Hi all!
Here’s my situation.
I forgot to upgrade my router in time, so it became a part of the botnet. I’ve just upgraded the routerOS and also add the rules in firewall for 80 and 8291 ports.
But my public IP assigned to the router is in the spam list. And I found out that there is the traffic in the output chain to the mail servers on destination port 25.
I’ve blocked it also in the firewall, but is it possible to remove my router completely from the spam botnet? Or output connections to the 25 port is caused by something else?
Thanks for any help
https://blog.mikrotik.com/security/winbox-vulnerability.html
- Use “Export” command to see all your configuration and inspect for any abnormalities, such as unknown SOCKS proxy settings and scripts.
“/ip socks
set enabled=yes port=4145”
this is the reason?
Yes 
so just disable it and that’s all, or smth more needed?)
thanks
Maybe, maybe not.
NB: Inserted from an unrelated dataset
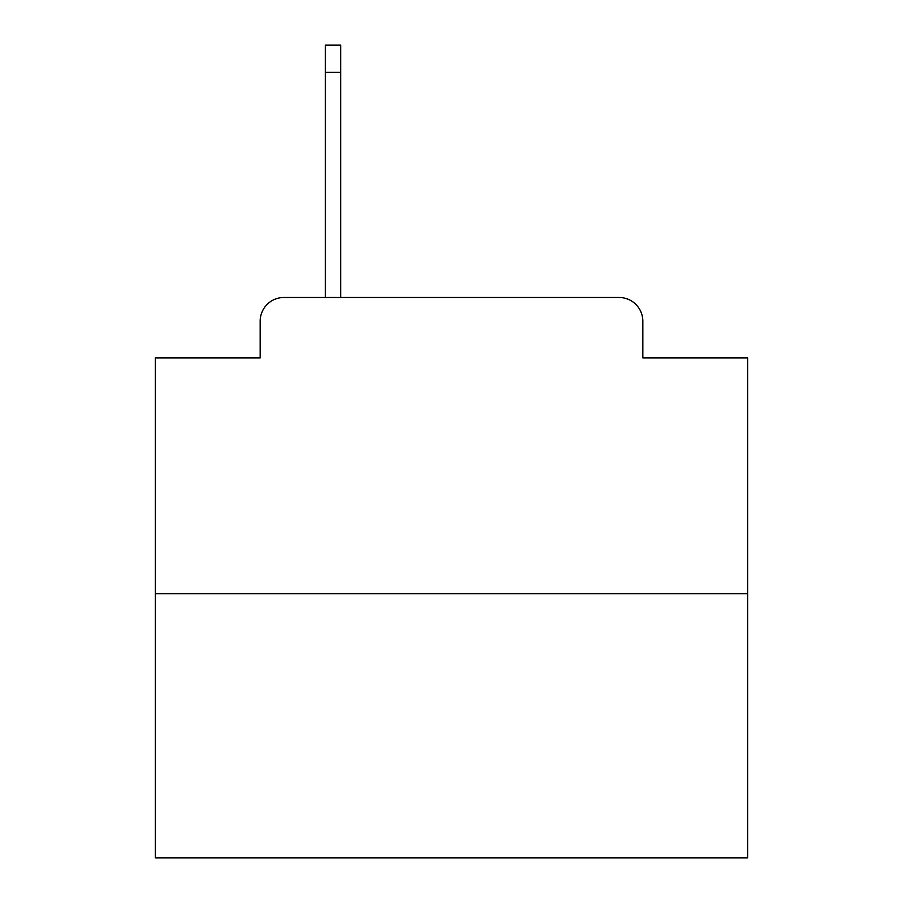 <?xml version="1.0" encoding="UTF-8"?>
<svg xmlns="http://www.w3.org/2000/svg" width="903" height="903" viewBox="0 0 903 903"><rect width="100%" height="100%" fill="white"/><g stroke="black" fill="none" stroke-linecap="round" stroke-linejoin="round"><path stroke-width="1.35" d="M260.177 321.186L260.177 357.904L260.177 321.186A23.692 23.692 0 0 1 283.869 297.493L325.328 297.493L325.328 45.15L340.736 45.15L340.736 297.493L359.089 297.493M747.673 593.666L155.327 593.666L155.327 857.85L747.673 857.85L747.673 357.904L642.823 357.904L642.823 321.186A23.692 23.692 0 0 0 619.131 297.493L283.869 297.493M155.327 593.666L155.327 357.904L260.177 357.904M543.911 297.493L619.131 297.493M642.823 357.904L642.823 321.186M325.328 72.398L340.736 72.398"/></g></svg>
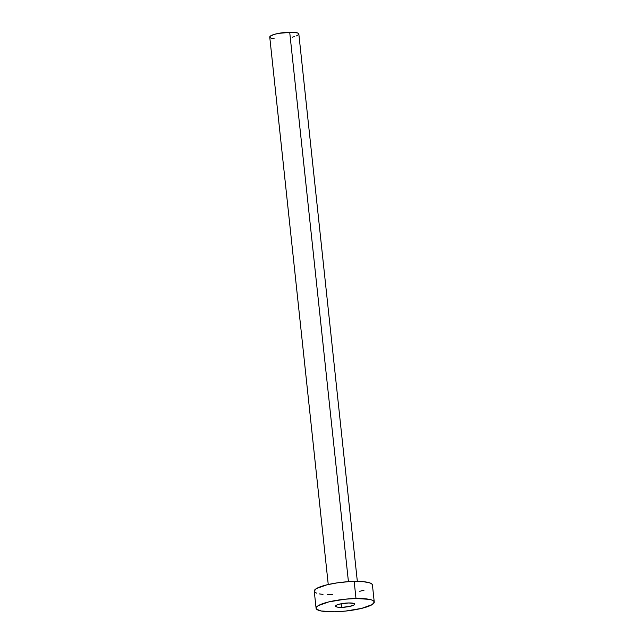 <?xml version="1.0" encoding="UTF-8"?>
<svg xmlns="http://www.w3.org/2000/svg" width="644" height="644" viewBox="0 0 644 644"><rect width="100%" height="100%" fill="white"/><g stroke="black" fill="none" stroke-linecap="round" stroke-linejoin="round"><path stroke-width="0.97" d="M341.594 607.348L341.207 603.766L341.594 607.348L348.935 606.576L354.079 604.974L354.764 604.153L353.991 603.476L348.742 602.961A9.652 1.956 -6.1 0 1 354.764 604.128A9.652 1.956 -6.1 0 1 341.594 607.348A9.652 1.956 -6.1 0 1 335.564 606.181L337.247 607.075L341.594 607.348M357.339 581.403L298.832 33.971A14.627 2.962 173.9 0 0 289.703 32.2L348.428 581.669L289.703 32.2A14.627 2.962 173.9 0 0 269.747 37.078L328.247 584.511M374.253 602.043L372.425 584.961A29.254 5.933 173.9 0 0 354.168 581.419L355.995 598.509L354.168 581.419A29.254 5.933 173.9 0 0 314.256 591.176L316.083 608.266A29.254 5.933 -6.1 0 1 355.995 598.509A29.254 5.933 -6.1 0 1 374.253 602.043A29.254 5.933 -6.1 0 1 334.333 611.8A29.254 5.933 -6.1 0 1 316.083 608.266M316.59 593.148L314.868 592.214L314.248 591.111L316.341 588.608L326.902 584.824L337.343 582.844L348.694 581.653L363.683 581.717L370.091 582.981L371.805 583.923L372.433 585.018M364.142 590.105L359.771 591.305M332.505 594.71L327.45 594.686M322.998 594.412L319.335 593.897M334.333 611.8L321.155 610.987L316.695 609.296L316.075 608.202L316.566 606.986L318.16 605.698L328.73 601.915L344.838 599.226L355.995 598.509L369.173 599.331L371.918 600.071L373.633 601.013L374.253 602.108L372.168 604.611L361.598 608.395L345.49 611.084L334.333 611.8M348.742 602.961L339.742 604.088L337.126 604.901L335.564 606.157A9.652 1.956 -6.1 0 1 348.742 602.961M274.119 38.696L270.915 38.068L270.053 37.594L269.989 36.434L273.885 34.502L278.57 33.367L292.231 32.208L297.665 32.981L298.832 34.003M298.591 34.607L296.473 35.903M294.686 36.539L292.505 37.143"/></g></svg>

You may post your config here (/export hide-sensitive) for review.
Maybe. If you haven’t changed the credentials (all of them) for the router, then an attacker still has your user list. If you disable your firewall rules preventing access from the internet, they’ll log in again and set it up again.
It’s possible there are other issues that haven’t been greatly publicized yet. Perhaps you have a script that has been tampered with to reverse SSH tunnel back to a C&C server. I doubt it, but it is impossible to say.
What I’m getting at is best practice is to wipe the router and install a fresh known-good config on it.